One of the most sensitive types of data in the world is the genotype of a person. It completely identifies a person and teaches us many things about the person's past and possibly also the future. Therefore, data protection legislation (e.g. the Estonian Human Genes Research Act, EU Data Protection Directive) has special considerations for genome data.
We are happy to present our research results on processing genome data with Sharemind. Our paper on genome-wide association studies appeared in Bioinformatics.
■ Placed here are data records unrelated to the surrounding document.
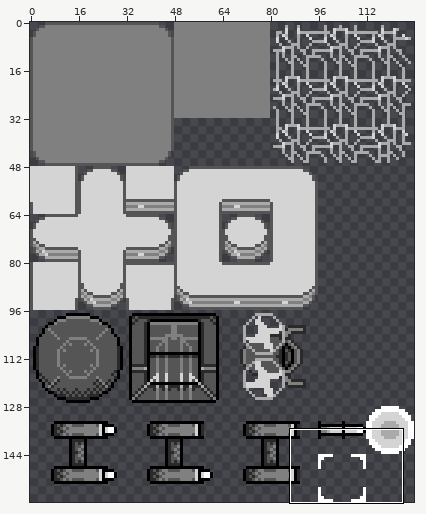
One commit to this pixel-art file: resource/image/tileset.ase. The first picture is a wide view before the edit; the outline marks the close-up.
Close-up. Before the edit:
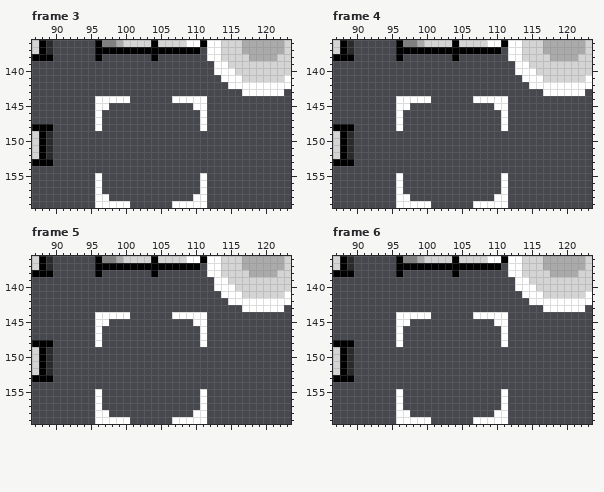
128x160 pixels, 8 frames. Shown: frame 3: x 87..123, y 136..159; frame 4: x 87..123, y 136..159; frame 5: x 87..123, y 136..159; frame 6: x 87..123, y 136..159. The commit also changed other frames or places, which this record leaves out.
The result:
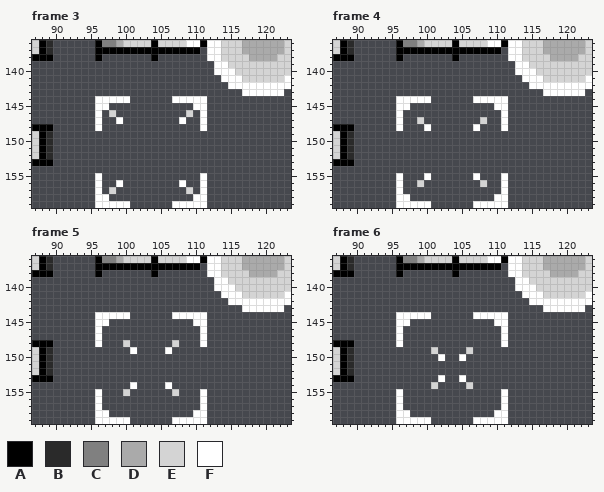
Palette (. is transparent): A #000000  B #2a2a2a  C #808080  D #aaaaaa  E #d4d4d4  F #ffffff
Difference:
Frame 3, layer "animation":
The edit adds colour E in row 146 at x 98 and 109; in row 157 at x 98 and 109.
The edit adds colour F in row 147 at x 99 and 108; in row 156 at x 99 and 108.
Frame 4, layer "animation":
The edit adds colour E in row 147 at x 99 and 108; in row 156 at x 99 and 108.
The edit adds colour F in row 148 at x 100 and 107; in row 155 at x 100 and 107.
Frame 5, layer "animation":
The edit adds colour E in row 148 at x 100 and 107; in row 155 at x 100 and 107.
The edit adds colour F in row 149 at x 101 and 106; in row 154 at x 101 and 106.
Frame 6, layer "animation":
The edit adds colour E in row 149 at x 101 and 106; in row 154 at x 101 and 106.
The edit adds colour F in row 150 at x 102 and 105; in row 153 at x 102 and 105.

Liina Kamm, Dan Bogdanov, Sven Laur, and Jaak Vilo. A new way to protect privacy in large-scale genome-wide association studies. Bioinformatics. first published online February 14, 2013 (PDF here)
Our result is revolutionary for several reasons.
- We are proposing a solution for the growing field of secure personal genomics. Genome banks and personal genome service providers will need a solution for preserving the privacy of the individuals.
- Our prototype processes the largest database known to be processed with secure multiparty computation. In our experiments we processed approximately 300 000 locations on the genome for 1000 patients. This means processing an input database of 300 million values. No other secure computation system has successfully processed such data sizes.
- If you also take a look at the supplementary material, you see that we are covering more steps of the analysis than just the association study. This is not just a few algorithms solving a subtask of a large problem.
This work was done jointly with STACC and the University of Tartu. We thank our collaborators!